Effective visualization is crucial for spatial analysis, as it allows us to interpret spatial patterns and trends. In this section, users will learn how to create and stylize various map types, from basic geographic representations to complex visualizations that convey deeper spatial insights. This is the first step in bringing spatial data to life and is essential for communicating analysis results to others.

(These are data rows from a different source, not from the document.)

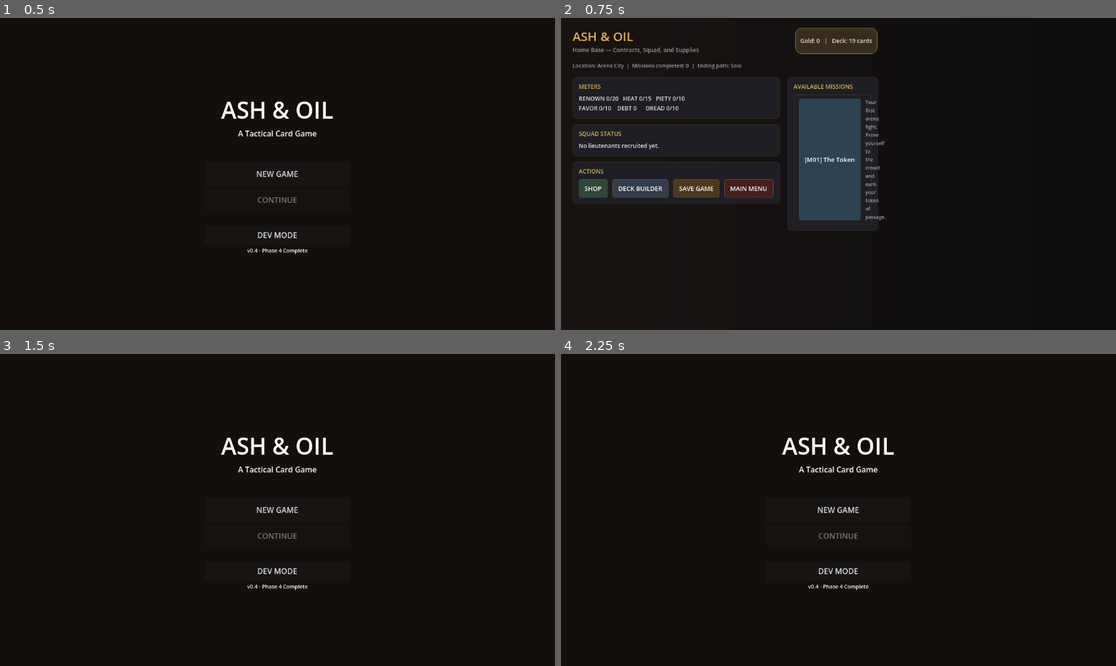
Above: before the commit, frames 1-4 (two rows, left to right).
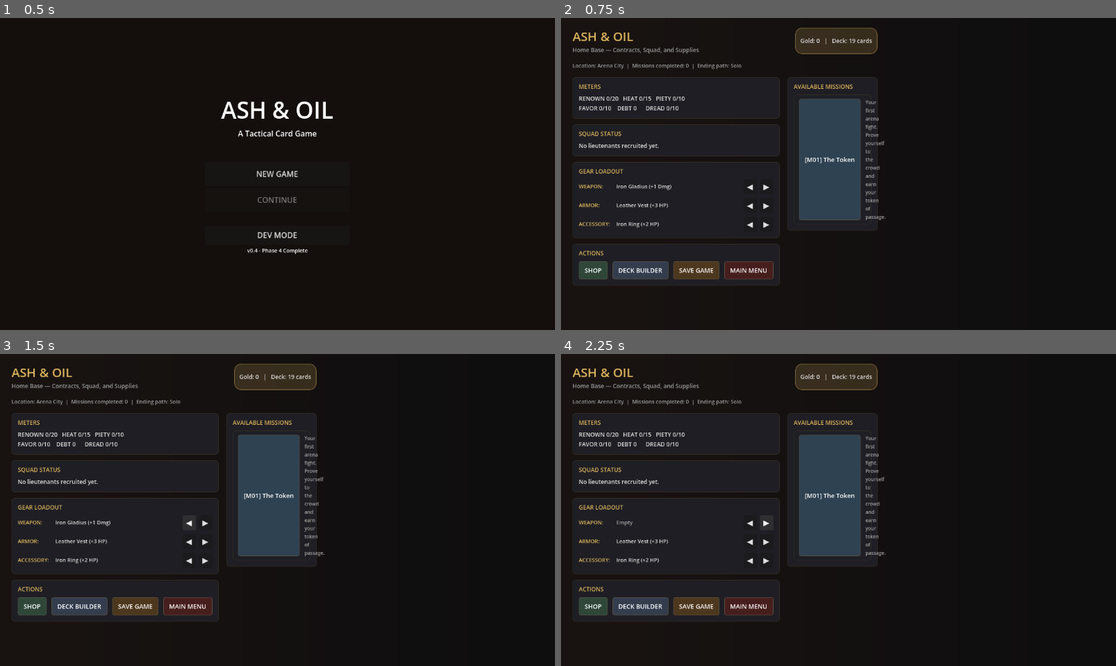
Above: after the commit, the same moments.

Repository: StoveGodCooks/ash-oil
Game: Godot game, scene res://scenes/Main.tscn
The game is run twice, just before and just after one commit, with the same random seed, the same clock (stepped at 60 frames per second) and the same inputs.
Inputs (mouse positions are in pixels of both pictures, inside the frame that each line leads up to):
- Up to frame 1 (0.5 s): no input
- Up to frame 2 (0.75 s): click "NEW GAME" at 0.5 s
- Up to frame 3 (1.5 s): click (188, 522) at 1.25 s, where only the run after the commit has a clickable "◀"
- Up to frame 4 (2.25 s): click (766, 522) at 2 s, where only the run after the commit has a clickable "▶"

Frame 1 is identical in both runs. In frame 2, 4.3% of the frame differs, in the area x 3-40%, y 48-85%; in frame 3, 11%, in the area x 2-61%, y 3-86%; in frame 4, 11%.

Commit message:
feat: add gear equipping UI to MainHub and free starting gear on new game
- MainHub.gd: add GEAR LOADOUT section with per-slot labels + cycle buttons
  - Shows equipped gear name, stats, and rarity color (purple=epic, blue=rare)
  - ◀/▶ buttons cycle through owned gear for that slot
  - Cycling past last item unequips the slot
  - Cycle buttons disabled when no gear owned for that slot
- Main.gd: New Game grants free starting gear (Iron Gladius, Leather Vest, Iron Ring)
  and auto-equips all 3 slots

Co-Authored-By: Claude Haiku 4.5 <noreply@anthropic.com>

Diff:
--- a/scripts/ui/Main.gd
+++ b/scripts/ui/Main.gd
@@ -80,9 +80,15 @@
 	GameState.reset()
 	GameState.current_deck = CardManager.get_starter_deck()
 	GameState.current_mission_id = "M01"
+	# Give free starting gear (one common per slot)
+	GameState.add_gear("gear_001")   # Iron Gladius   - Weapon
+	GameState.add_gear("gear_009")   # Leather Vest   - Armor
+	GameState.add_gear("gear_017")   # Iron Ring      - Accessory
+	GameState.equip_gear("weapon",    "gear_001")
+	GameState.equip_gear("armor",     "gear_009")
+	GameState.equip_gear("accessory", "gear_017")
 	print("--- NEW GAME STARTED ---")
 	print("Gold: %d | Deck: %d cards" % [GameState.gold, GameState.current_deck.size()])
-	print("Available missions: ", GameState.unlocked_missions)
 	get_tree().change_scene_to_file("res://scenes/MainHub.tscn")
 
 func _on_dev_pressed() -> void:
--- a/scripts/ui/MainHub.gd
+++ b/scripts/ui/MainHub.gd
@@ -20,6 +20,8 @@
 var mission_list: VBoxContainer
 var lt_label: Label
 var status_label: Label
+var gear_slot_labels: Dictionary = {}    # {slot: label}
+var gear_slot_btns: Dictionary = {}      # {slot: [prev_btn, next_btn]}
 
 func _ready() -> void:
 	_build_ui()
@@ -122,6 +124,42 @@
 	lt_label.add_theme_color_override("font_color", CLR_TEXT)
 	lt_label.autowrap_mode = TextServer.AUTOWRAP_WORD
 	squad_card.add_child(lt_label)
+
+	# ── Gear Card ──
+	var gear_card = _make_section_card(left_col, "GEAR LOADOUT")
+	for slot in ["weapon", "armor", "accessory"]:
+		var row = HBoxContainer.new()
+		row.add_theme_constant_override("separation", 6)
+		gear_card.add_child(row)
+
+		var slot_lbl = Label.new()
+		slot_lbl.text = slot.to_upper() + ":"
+		slot_lbl.add_theme_font_size_override("font_size", 11)
+		slot_lbl.add_theme_color_override("font_color", CLR_ACCENT)
+		slot_lbl.custom_minimum_size = Vector2(72, 0)
+		row.add_child(slot_lbl)
+
+		var info_lbl = Label.new()
+		info_lbl.text = "—"
+		info_lbl.add_theme_font_size_override("font_size", 11)
+		info_lbl.add_theme_color_override("font_color", CLR_TEXT)
+		info_lbl.size_flags_horizontal = Control.SIZE_EXPAND_FILL
+		row.add_child(info_lbl)
+		gear_slot_labels[slot] = info_lbl
+
+		var prev_btn = Button.new()
+		prev_btn.text = "◀"
+		prev_btn.custom_minimum_size = Vector2(28, 0)
+		prev_btn.pressed.connect(_on_gear_cycle.bind(slot, -1))
+		row.add_child(prev_btn)
+
+		var next_btn = Button.new()
+		next_btn.text = "▶"
+		next_btn.custom_minimum_size = Vector2(28, 0)
+		next_btn.pressed.connect(_on_gear_cycle.bind(slot, 1))
+		row.add_child(next_btn)
+
+		gear_slot_btns[slot] = [prev_btn, next_btn]
 
 	# ── Actions Card ──
 	var actions_card = _make_section_card(left_col, "ACTIONS")
@@ -181,6 +219,9 @@
 		lt_label.text = "No lieutenants recruited yet."
 	else:
 		lt_label.text = "\n".join(lt_lines)
+
+	# Gear loadout
+	_refresh_gear()
 
 	# Missions
 	for child in mission_list.get_children():
@@ -334,6 +375,64 @@
 	return tex
 
 # ============ BUTTON HANDLERS ============
+func _refresh_gear() -> void:
+	for slot in ["weapon", "armor", "accessory"]:
+		var equipped_id = GameState.get_equipped_gear(slot)
+		var label = gear_slot_labels.get(slot)
+		if not label:
+			continue
+		if equipped_id == "":
+			label.text = "Empty"
+			label.add_theme_color_override("font_color", CLR_MUTED)
+		else:
+			var g = CardManager.get_gear(equipped_id)
+			var stat_parts = []
+			if g.get("damage", 0) > 0: stat_parts.append("+%d Dmg" % g["damage"])
+			if g.get("armor", 0) > 0:  stat_parts.append("+%d Arm" % g["armor"])
+			if g.get("hp", 0) > 0:     stat_parts.append("+%d HP" % g["hp"])
+			if g.get("hp", 0) < 0:     stat_parts.append("%d HP" % g["hp"])
+			if g.get("speed", 0) > 0:  stat_parts.append("+%d Spd" % g["speed"])
+			var rarity = g.get("rarity", "")
+			var stats_str = " (%s)" % ", ".join(stat_parts) if stat_parts.size() > 0 else ""
+			label.text = "%s%s" % [g.get("name", equipped_id), stats_str]
+			match rarity:
+				"epic":   label.add_theme_color_override("font_color", Color(0.8, 0.5, 1.0))
+				"rare":   label.add_theme_color_override("font_color", Color(0.4, 0.8, 1.0))
+				_:        label.add_theme_color_override("font_color", CLR_TEXT)
+
+		# Enable cycle buttons only if there are items for this slot in inventory
+		var slot_items = _get_slot_inventory(slot)
+		var btns = gear_slot_btns.get(slot, [])
+		for btn in btns:
+			btn.disabled = slot_items.size() == 0
+
+func _get_slot_inventory(slot: String) -> Array:
+	var result = []
+	for gear_id in GameState.gear_inventory:
+		var g = CardManager.get_gear(gear_id)
+		if g.get("slot", "") == slot:
+			result.append(gear_id)
+	return result
+
+func _on_gear_cycle(slot: String, direction: int) -> void:
+	var slot_items = _get_slot_inventory(slot)
+	if slot_items.is_empty():
+		return
+	var current = GameState.get_equipped_gear(slot)
+	var idx = slot_items.find(current)
+	# direction: -1 = prev (or unequip), +1 = next
+	if direction == 1:
+		if idx == slot_items.size() - 1:
+			GameState.equip_gear(slot, "")   # cycle past last = unequip
+		else:
+			GameState.equip_gear(slot, slot_items[idx + 1])
+	else:
+		if idx <= 0:
+			GameState.equip_gear(slot, slot_items[slot_items.size() - 1])
+		else:
+			GameState.equip_gear(slot, slot_items[idx - 1])
+	_refresh_gear()
+
 func _on_mission_pressed(mission_id: String) -> void:
 	if MissionManager.start_mission(mission_id):
 		get_tree().change_scene_to_file("res://scenes/CombatScreen.tscn")

### Visualizing spatial support

Here, we delve into the concept of spatial support and how to visualize it. Spatial support refers to the underlying spatial structure or boundaries of a dataset, which provides essential context for spatial relationships. Visualizing these structures enhances our understanding of how data points interact spatially, setting the stage for more advanced analyses.

In [None]:
gdf.plot()

In [None]:
gdf.crs

### Choropleth Mapping

Choropleth maps are a powerful tool for visualizing regional data, particularly when examining patterns across geographic boundaries. This section focuses on creating choropleth maps of the Years of Potential Life Lost (YPLL) rate, a public health measure of years lost due to premature death. Users will learn techniques to fine-tune these maps, making them both informative and visually appealing.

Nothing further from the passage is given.